Working With Many Files in a Folder

Question

Level 1

22 points

Working With Many Files in a Folder

Hello everyone,

I'm working with many small data files, most of which are about 2 KB. They are organized in folders. The folders contain anywhere from 100,000 to 300,000 files. As my project progress, there may be a folder containing 7 million.

I know that the OS X filing system has a high upper limit to the number of files that a folder can contain, but I would like to know whether it would better if I broke up the folders into subfolders containing, say, not more than 25,000 files each. The reason I ask is that Finder seems to get bogged down with more than 50,000 files in a folder. When I open such a folder, there are no files shown in it and no folder size or number of files shown in the Get Info window for the folder. It takes a few minutes of the spinning progress wheel before the file icons appear and I can see what is in there.

Anyone out there work with many files and has tips they would share?

Greg

MacBook Pro (Retina, 13-inch,Early 2015), macOS Sierra (10.12.4)

Posted on Apr 21, 2017 9:17 AM

Reply

Answer 1

BobHarris

Level 9

53,531 points

Apr 21, 2017 8:06 PM in response to Lypny

If you are going to have huge directories, then avoiding the use of the Finder to look at them will make things faster, as the Finder is going to always look at various file attributes, which is going to add extra disk seeks for every file in the directory. If you have an SSD, this might not be too much of a factor, but if you are using a rotating disk, it is going to hurt. Millions of files in a folder is going to hurt a lot.

You can cut down on some of the extra Finder work (not all, but some), but telling the Finder to not show Icon Preview

If you can come up with a method of spiting the files into manageable sizes based on names, when created, etc... that will work for your workflow, that would be helpful. For example:

Year2017 -> Month04 -> Day07 -> Hour05

Assuming you are creating files on a periodic basis and at such a rate that it is best to go to per hour. If per day is sufficient, then just go to the day level.

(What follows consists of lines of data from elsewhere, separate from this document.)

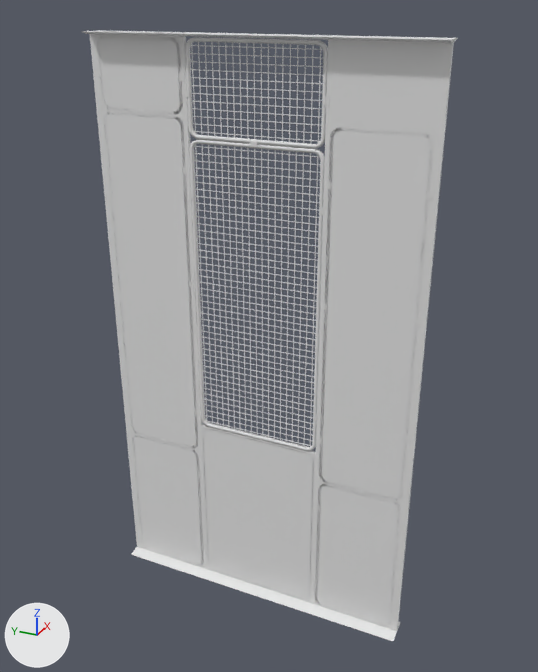
Two versions of the FBX model Assets/Prefabs/OtherObjects/Lattice1.fbx, one commit apart.
One viewpoint serves both versions: a 50 mm lens placed at (-6.05, -8.65, 18.9), pointed at (12.64, -0.24, 9.56). Arrows for +X, +Y and +Z are at lower left; the lights stay in place. The older version comes first. Where no turn or scale is listed for an object, it has been applied to the vertices.

In view in the first picture: 'F1_FenceConnections_Side1', 'F1_FenceDoorHitbox', 'F1_FenceFill2_Side1', 'F1_FenceFloor', 'F1_FenceHitbox1', 'F1_FenceHitbox2' and 1 more.
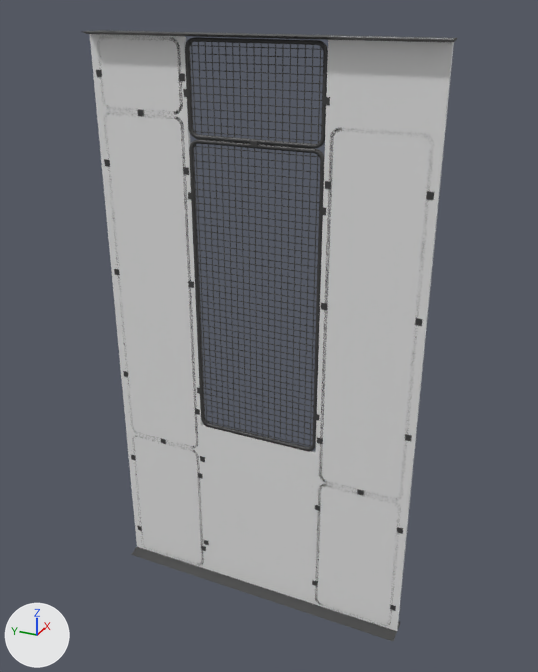
Boxes [x1, y1, x2, y2] around the edits, measured in the pictures (538 x 672 px):
'F1_FenceFill2_Side1', recoloured
    both: [99, 35, 430, 626]
'F1_FenceFloor', recoloured
    both: [83, 30, 457, 641]
'F1_FenceConnections_Side1', recoloured
    both: [96, 70, 434, 611]

What changed in the scene script:
```text
Add mat_metaldarkgrey:
    mat_metaldarkgrey = principled_material('MetalDarkGrey')
    mat_metaldarkgrey.base_color = (0.05, 0.05, 0.05)  # dark grey #3f3f3f
Change me_cube_890:
    where me_cube_890.from_pydata(...)  # 3736 vertices, 3116 faces; spans x -0.1..0.1, y -0.9..8.7, z -10.8..7.0
    add me_cube_890.materials.append(mat_metaldarkgrey)  # dark grey #3f3f3f
Change me_cube_996:
    where me_cube_996.from_pydata(...)  # 408 vertices, 220 faces; spans x -0.5..0.4, y -5.0..5.0, z -18.0..0.0
    add me_cube_996.materials.append(mat_metaldarkgrey)  # dark grey #3f3f3f
Change me_cube_994:
    where me_cube_994.from_pydata(...)  # 1518 vertices, 770 faces; spans x 12.2..12.3, y -4.9..4.9, z 0.9..17.0
    add me_cube_994.materials.append(mat_metaldarkgrey)  # dark grey #3f3f3f
```

If date based separation is not going to work, then name based

a -> aa -> aaa

a -> ab -> aba

a -> ac -> aca

...

b -> ba -> baa

b -> bb -> bba

b -> bc -> bca

...

etc...

Scripts can be written to move files into some directory structure that works. It just depends on what structure you feel will work to keep the files into manageable Folder sizes.

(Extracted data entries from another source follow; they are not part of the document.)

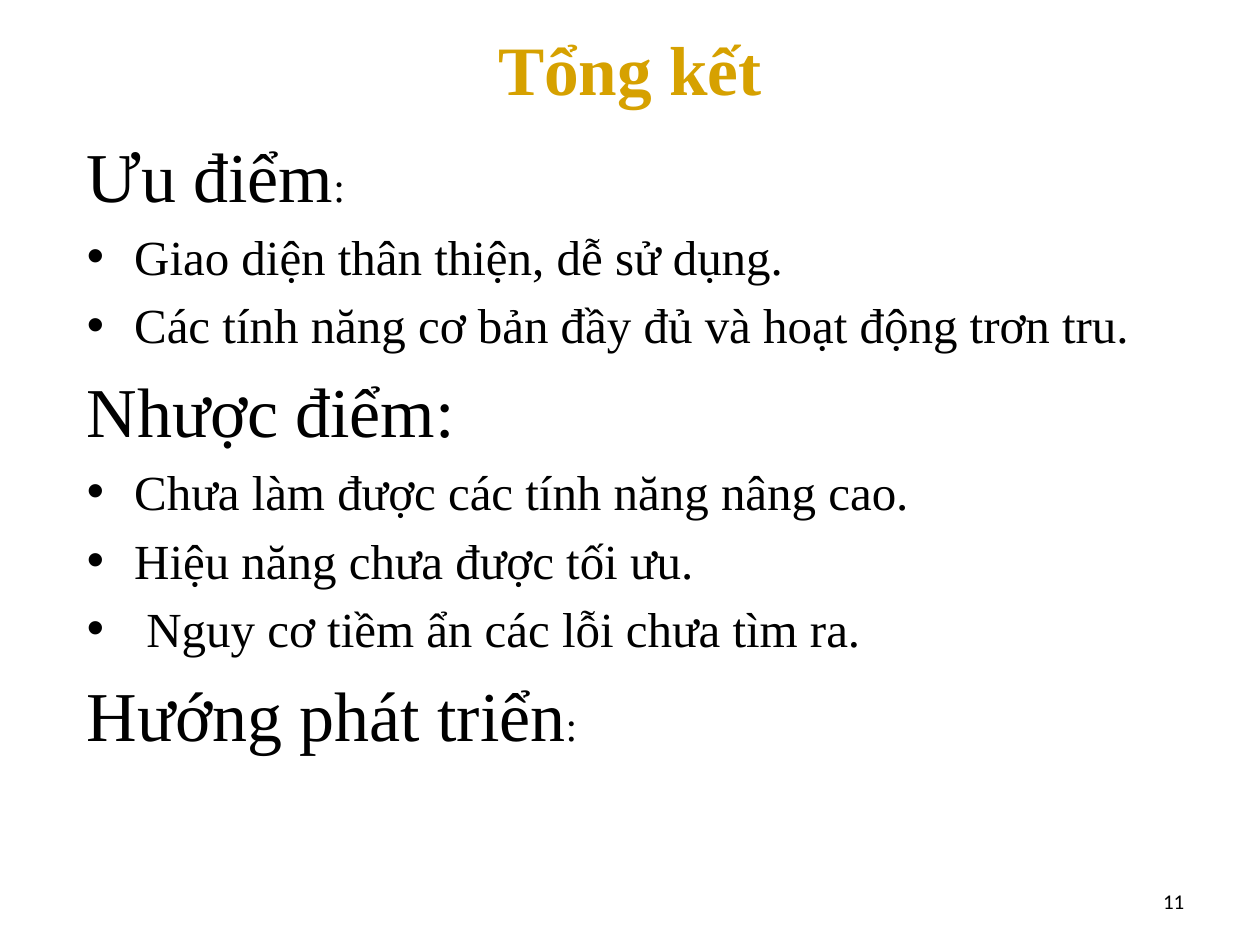
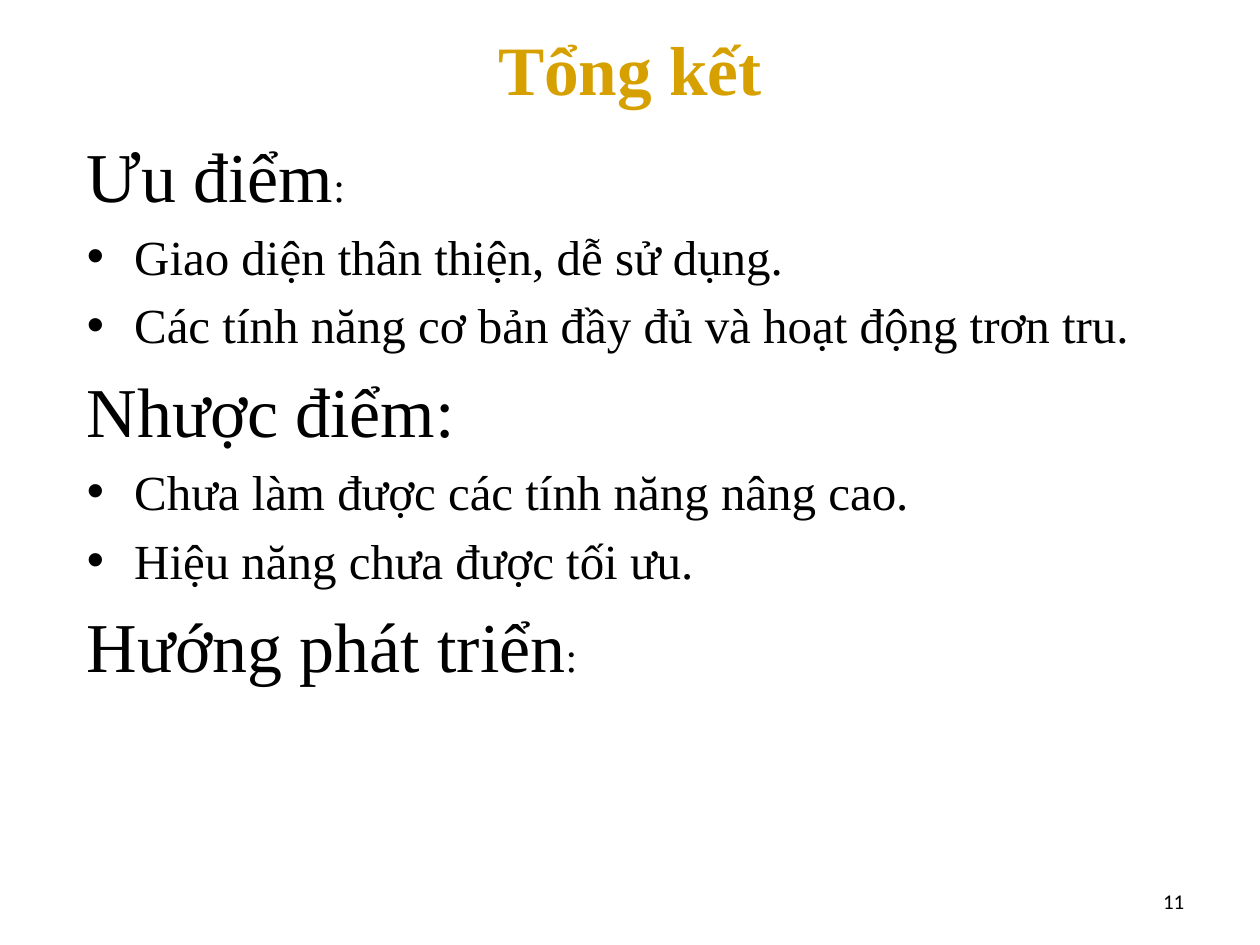
Before and after one commit to anhempk1250/TLCN-CuaHangTinHoc, a slide deck: slide 12 of TLCN.pptx. Drawn at 1260x945 pixels with LibreOffice and Linux fonts; fonts in the diff are those of the drawing; background and template pictures are left out. Boxes give left, top, right and bottom in pixels: in the first picture for what was removed or moved away, otherwise in the second. Text is boxed around its words. In the diff, an @@ line names an element or a change of style, - is before the commit and + after.

```diff
--- a/TLCN.pptx
+++ b/TLCN.pptx
@@ text at <box>146,610,860,657</box>: paragraph removed @@
-• Nguy cơ tiềm ẩn các lỗi chưa tìm ra.
```
Also in this commit, not shown: 6 other slides changed, 8 other files.

If ou are going to switch over to using the Terminal, the VikingOSX suggestions and my additions will help, but still millions of files in a single Folder is going to make you wait. But you can get away with larger Folders accessing them from a Terminal session.

Reply

Answer 2

Apr 22, 2017 6:28 AM in response to BobHarris

Bob,

Thanks for pointing out the efficiency and sort suppression of the -f flag. The side-effect of this flag is that it implicitly forces the -a flag, and now file counts are off by the inclusion of at least the current directory (.), the parent directory (..) and the .DS_Store output lines that are presented to the wc utility.

If we were using GNU ls, then the -I ".*" syntax could be used to suppress the dot files without having to resort to losing the beauty pagent with the following syntax that correctly reports the file count while using the -f flag. The following also expands any sub-directories, and the use of the -d flag suppresses including their dot files too. We remain in the current directory, while peering into another directory's contents. The 20 count below is the accurate file count and includes a single directory located in the ~/Desktop/Files location.

$ shopt -s extglob

# The sed '$'d trims the last line of output which is the sub-shell reporting the Session saved.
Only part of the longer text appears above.